Shildt also emphasized the importance of teammates supporting each other through inevitable struggles. “You know a guy struggling, go give him some love,” he urged. “I’m going to remind him how good he is.”
Such support extends beyond simple encouragement. Shildt advocates for a nightly mental reset routine that takes five minutes: reviewing what went well, identifying what needs improvement, creating a plan for tomorrow, then letting it go.
“You go to sleep loving yourself, rewarding yourself, building confidence with yourself, and then giving yourself a plan to correct yourself,” he said before exhaling. “Then, sleep like a baby.”
For younger players entering established programs, Shildt’s advice was clear: be open to change and never hesitate
to ask questions. He shared examples of major leaguers like Tommy Edman and Jackson Merrill who succeeded by embracing position changes they’d never played before.
“If you’re being asked to change position, please be open minded to it,” Shildt said. “It gets you on the field.”
Change requires more than athletic versatility, it demands intellectual curiosity and the courage to advocate for oneself. Shildt encouraged student-athletes to question coaches respectfully, noting that championship players think and do for themselves.
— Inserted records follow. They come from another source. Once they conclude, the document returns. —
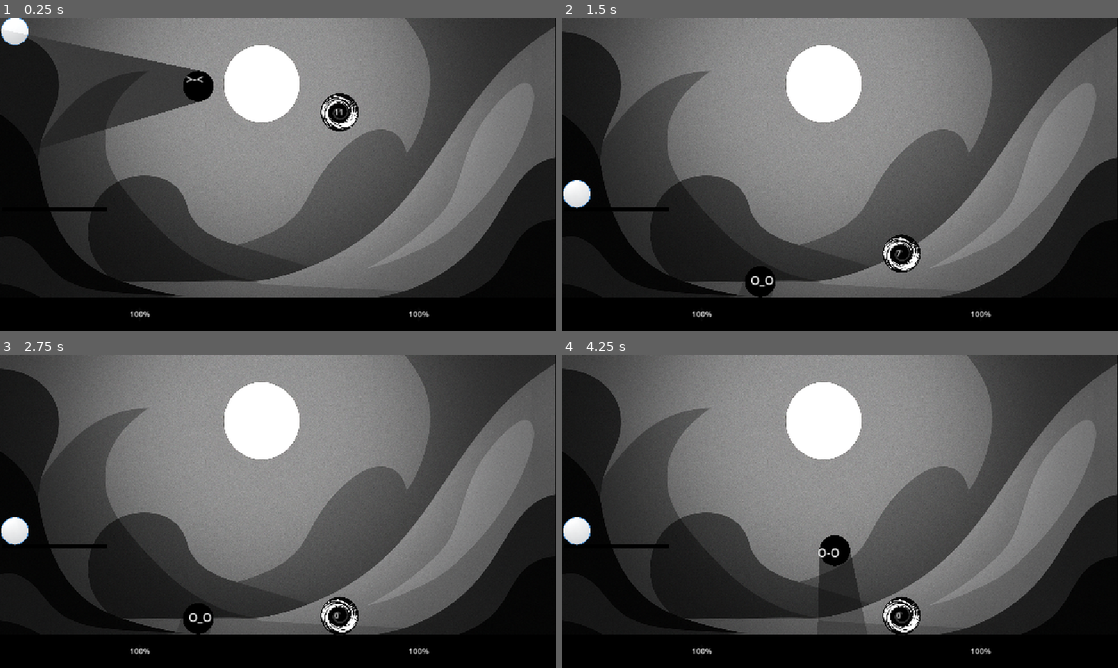
Above: before the commit, frames 1-4 (two rows, left to right).
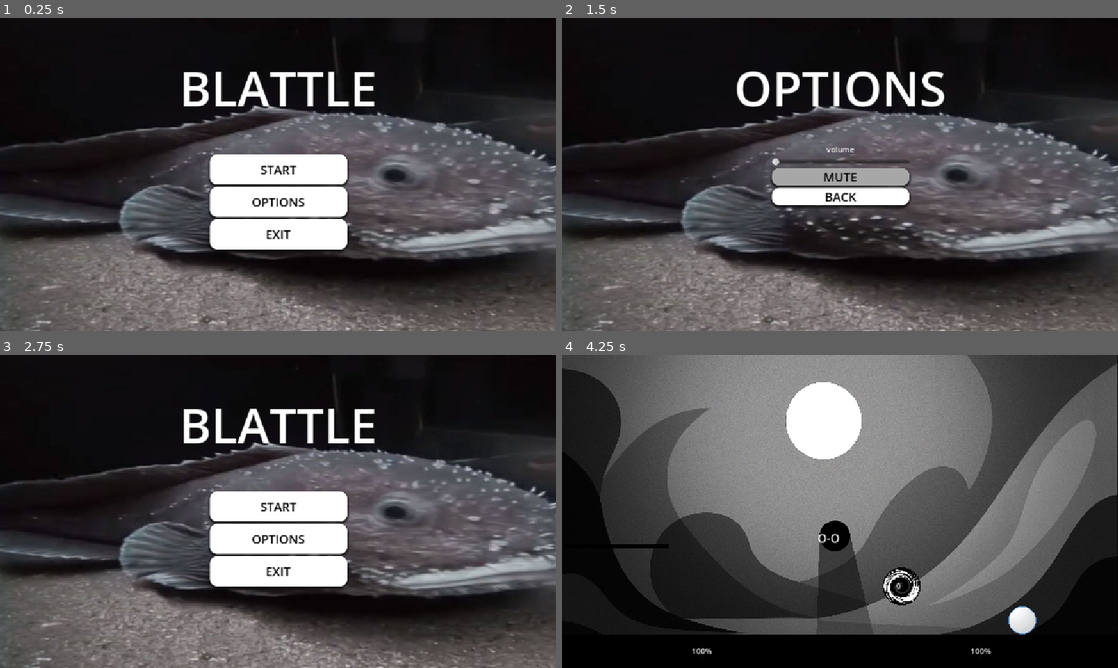
Above: after the commit, the same moments.

Repository: piperinnshall/Blattle
Game: Godot game, scene res://piper/scenes/menu/main_menu.tscn
The game is run twice, just before and just after one commit, with the same random seed, the same clock (stepped at 60 frames per second) and the same inputs. Before the commit the project starts from res://leos/scenes/testlevel.tscn.
Inputs (mouse positions are in pixels of both pictures, inside the frame that each line leads up to):
- Up to frame 1 (0.25 s): no input
- Up to frame 2 (1.5 s): click (840, 202) at 0.5 s, where only the run after the commit has a clickable "OPTIONS"; click (840, 177) at 1.25 s, where only the run after the commit has a clickable "MUTE"
- Up to frame 3 (2.75 s): click (278, 533) at 2 s, where only the run after the commit has a clickable "BACK"
- Up to frame 4 (4.25 s): click (840, 505) at 2.75 s, where only the run after the commit has a clickable "START"; tap Enter (ui_accept) at 3.5 s; move the mouse to (962, 495) at 3.52 s; hold D (right) from 3.53 s (still down); click (962, 495) at 3.6 s; tap W (jump) at 3.77 s

The runs differ from the first frame. In frame 1, 85% of the frame differs, in the area x 0-100%, y 0-100%; in frame 2, 84%; in frame 3, 85%; in frame 4, 2.6%.
Error in both runs: Invalid assignment of property or key 'text' with value of type 'String' on a base object of type 'null instance'. (res://scripts/deathMenu.gd:42)

Commit message:
chore: Backup for leo

Diff:
--- a/audio.gd
+++ b/audio.gd
@@ -6,30 +6,33 @@
 
 func _ready() -> void:
 	music_player = AudioStreamPlayer.new()
-	music_player.bus = "Master"  # Or your music bus
+	music_player.bus = "Music"
 	music_player.autoplay = false
-	music_player.stream_paused = false
 	add_child(music_player)
+
+	var master_bus = AudioServer.get_bus_index("Music")
+	last_volume_db = AudioServer.get_bus_volume_db(master_bus)
 
 func play_music(music_stream: AudioStream) -> void:
 	if music_stream:
-		# Enable looping on the AudioStream resource
-		music_stream.loop = true
+		if "loop" in music_stream:
+			music_stream.loop = true
 		music_player.stream = music_stream
 		music_player.play()
 
 func toggle_mute() -> void:
 	is_muted = !is_muted
-	var master_bus = AudioServer.get_bus_index("Master")
+	var master_bus = AudioServer.get_bus_index("Music")
 	if is_muted:
 		last_volume_db = AudioServer.get_bus_volume_db(master_bus)
-		AudioServer.set_bus_volume_db(master_bus, -80)  # Mute (silence)
+		AudioServer.set_bus_volume_db(master_bus, -80)
 	else:
 		AudioServer.set_bus_volume_db(master_bus, last_volume_db)
 
 func set_volume(value: float) -> void:
-	var db = linear_to_db(value)
-	var master_bus = AudioServer.get_bus_index("Master")
+	var normalized_value = clamp(value / 100.0, 0.0, 1.0)
+	var db = linear_to_db(normalized_value)
+	var master_bus = AudioServer.get_bus_index("Music")
 	AudioServer.set_bus_volume_db(master_bus, db)
 	if not is_muted:
 		last_volume_db = db
--- a/leos/assets/default_bus_layout.tres
+++ b/leos/assets/default_bus_layout.tres
@@ -7,3 +7,9 @@
 bus/1/bypass_fx = false
 bus/1/volume_db = 0.0
 bus/1/send = &"Master"
+bus/2/name = &"Music"
+bus/2/solo = false
+bus/2/mute = false
+bus/2/bypass_fx = false
+bus/2/volume_db = 0.0
+bus/2/send = &"Master"
--- a/leos/scenes/testlevel.tscn
+++ b/leos/scenes/testlevel.tscn
@@ -135,6 +135,7 @@
 size_flags_horizontal = 6
 
 [node name="Player2" parent="." instance=ExtResource("8_ivy6k")]
+position = Vector2(953, 105)
 input_left = "player2left"
 input_right = "player2right"
 input_jump = "player2jump"
--- a/piper/scripts/character/player.gd
+++ b/piper/scripts/character/player.gd
@@ -20,5 +20,5 @@
 func get_light_input() -> bool:
 	return Input.is_action_just_pressed(input_light)
 
-func _get_heavy_input() -> bool:
+func get_heavy_input() -> bool:
 	return Input.is_action_just_pressed(input_heavy)
--- a/piper/scripts/menu/main_menu.gd
+++ b/piper/scripts/menu/main_menu.gd
@@ -1,4 +1,8 @@
 extends Control
+
+func _ready() -> void:
+	var music_stream = load("res://piper/scenes/menu/trending-vlogs-background-music-384737.mp3")
+	Audio.play_music(music_stream)
 
 func _on_start_pressed() -> void:
 	get_tree().change_scene_to_file("res://leos/scenes/testlevel.tscn")
--- a/piper/scripts/menu/options_menu.gd
+++ b/piper/scripts/menu/options_menu.gd
@@ -4,7 +4,7 @@
 	get_tree().change_scene_to_file("res://piper/scenes/menu/main_menu.tscn")
 
 func _on_mute_pressed() -> void:
-	pass # Replace with function body.
+	Audio.toggle_mute()
 
 func _on_h_slider_value_changed(value: float) -> void:
-	pass # Replace with function body.
+	Audio.set_volume(value)
--- a/project.godot
+++ b/project.godot
@@ -11,7 +11,7 @@
 [application]
 
 config/name="Blattle"
-run/main_scene="uid://b2i3pr2ejrmkd"
+run/main_scene="uid://c41xbgmicjshj"
 config/features=PackedStringArray("4.4", "Forward Plus")
 
 [audio]
Not shown, added: piper/scenes/menu/trending-vlogs-background-music-384737.mp3.import
Not shown, added: piper/scenes/menu/trending-vlogs-background-music-384737.mp3
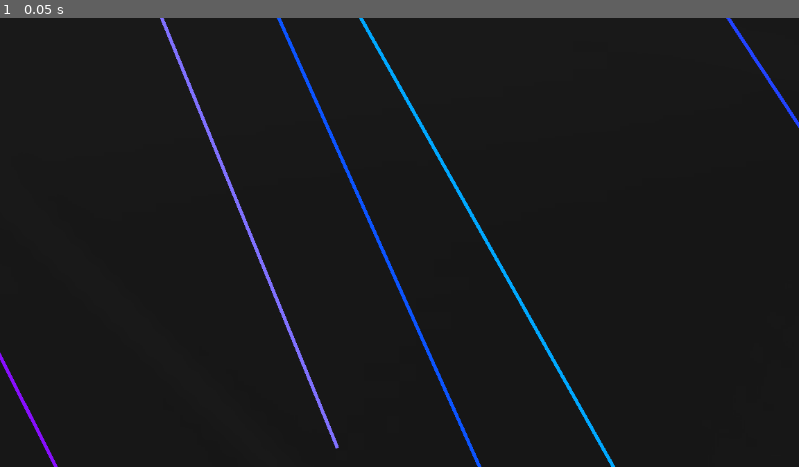
Above: before the commit, frame 1.
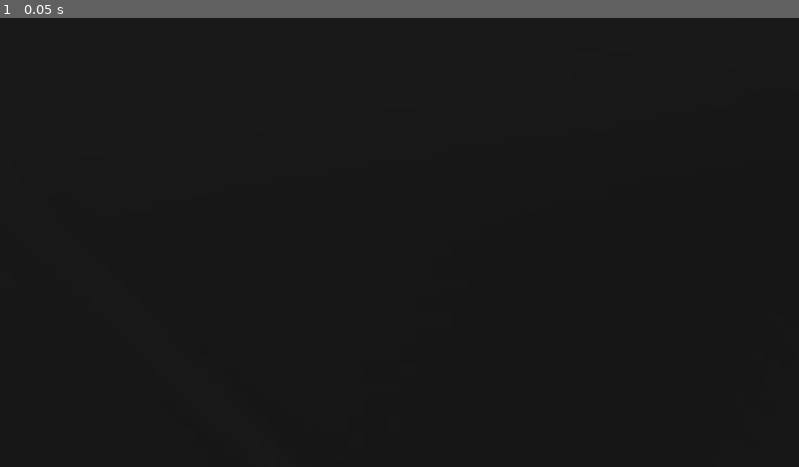
Above: after the commit, the same moment.

Repository: RedChaosWolf92/PracticeStarGeneration
Game: Godot game, scene res://Galaxy/galaxy1.tscn
The game is run twice, just before and just after one commit, with the same random seed, the same clock (stepped at 60 frames per second) and the same inputs.
Inputs:
- Up to frame 1 (0.05 s): no input

The runs differ from the first frame. In frame 1, 2.0% of the frame differs, in the area x 0-100%, y 0-100%.

Commit message:
adjustment
updates based on input from experienced programmer

Diff:
--- a/Galaxy/Stars/stars.gd
+++ b/Galaxy/Stars/stars.gd
@@ -7,7 +7,7 @@
 @export var NUM_STARS: int = 250
 
 var OFFSET_RANGE = 2400
-var SCALE_FACTOR = .79
+var SCALE_FACTOR = .38
 
 const MAX_ATTEMPTS = 15
 const DISPLACEMENT_STDEV = 11.2
--- a/Galaxy/Stars/stars.tscn
+++ b/Galaxy/Stars/stars.tscn
@@ -10,7 +10,6 @@
 script = ExtResource("1_6td8j")
 
 [node name="StarTemplates" parent="." instance=ExtResource("3_ad6hc")]
-script = null
 
 [node name="StarPath_Arm" type="Path2D" parent="."]
 curve = SubResource("Curve2D_r6uuy")
--- a/Galaxy/starPaths.gd
+++ b/Galaxy/starPaths.gd
@@ -1,9 +1,8 @@
 extends Node2D
 
 var starPaths = {} # to store references to stars and their paths
-const MAX_DISTANCE = 10000
+const MAX_DISTANCE = 15000
 const MAX_ATTEMPT = 15
-const scale_factor = .79
 
 class StarComparator:
 	var ref_star
@@ -32,7 +31,7 @@
 		for i in range(min(max_paths,nearby_stars.size())):
 			var other_star = nearby_stars[i]
 			if not path_exists_between(star, other_star):
-				add_path_between(star, other_star, scale_factor)
+				add_path_between(star, other_star)
 
 func get_nearby_stars(ref_star, all_stars):
 	var nearby_stars = []
@@ -73,7 +72,7 @@
 
 	return 0
 
-func add_path_between(star1, star2,scale_factor):
+func add_path_between(star1, star2):
 	#check if either star has reached their maxium path count
 	if star1.get_node("StarPaths").get_child_count() >= get_max_paths(star1.star_type) or star2.get_node("StarPaths").get_child_count() >= get_max_paths(star2.star_type):
 		return
@@ -81,18 +80,20 @@
 	#add a check for existing paths
 	print("attempting to add a path between ", star1.name, " + ", star2.name)
 	for path in star1.get_node("StarPaths").get_children():
-		if path.points[1] == star2.global_position * scale_factor:
+		if path.points[1] == star2.global_position:
 			print("Path already exists, returning...")
 			return
 
-	print("Star1 Position: ", star1.global_position * scale_factor)
-	print("Star2 Position: ", star2.global_position * scale_factor)
+	print("Star1 Position: ", star1.global_position)
+	print("Star2 Position: ", star2.global_position)
 
 	var line = Line2D.new()
 	line.default_color = Color(randf(),randf(), 1)
 	line.width = 5.0
-	line.points = [star1.global_position * scale_factor, star2.global_position * scale_factor]
+	line.points = [star1.global_position, star2.global_position]
+
+	get_parent().add_child(line)
 
 	#add the lines as a child to the StarPaths nodes of both stars
-	star1.get_node("StarPaths").add_child(line)
-	star2.get_node("StarPaths").add_child(line)
+	#star1.get_node("StarPaths").add_child(line)
+	#star2.get_node("StarPaths").add_child(line)

“You have the right to question me if you don’t understand, and you have the right to question me if you don’t agree,” he told the team. “You have the right to do both respectfully, because, ultimately you’re the one out there playing.”
Shildt issued a challenge to the upperclassmen: pour everything into helping the next class, even if it means helping someone take your spot. “That’s how this works,” Shildt emphasized. “Be that upperclassman, be that legacy piece. Bring that guy with you.”
Legacy building and program stability go beyond skill development. It comes down to maintaining team expectations. When veterans hold teammates accountable to those expectations, they’re not being harsh he says. They are sharing the gift of experience.
“He’s not getting on you to be a jerk,” said Shildt, who was on campus as the keynote speaker for the program’s First Pitch Banquet. “He knows how hard this is and he’s trying to help you understand what this looks and feels like so you can have a good experience.”
Shildt’s most essential message centered on intentionality, a focused approach that transforms routine practice into championship preparation.
He contrasted Albert Pujols’s daily 70-75 swing routine with players who mindlessly take 150-200 swings, noting that even the greatest hitter of his generation couldn’t maintain maximum focus beyond a certain point. “Are we really getting better? Can we actually focus for 150 or 200 swings?” Shildt asked.
Intentionality must extend to every moment, every day.
“There was no margin for not taking advantage of what happened that day and growing from that experience,” he said about his teams. “Every single game had the same level of importance.”
The experience wasn’t lost on Wabash Head Baseball Coach Jake Martin ‘03. “I’m so glad he’s here to interact with our guys. I want them to get better from this. I’m excited to have him at practice and pick apart what we do. Any opportunity for us to learn and get better is a good thing.”
What’s the payoff? When pressure arrives, it feels familiar rather than foreign.
“Everything matters. You show up, you get after it, and you get lost in the competition,” Shildt concluded with a bit of encouragement. “Enjoy the heck out of what you’re doing. Show up at that ballpark and know you’ve got something going on. I’m with my boys. I’m playing ball. Go out and have a blast.”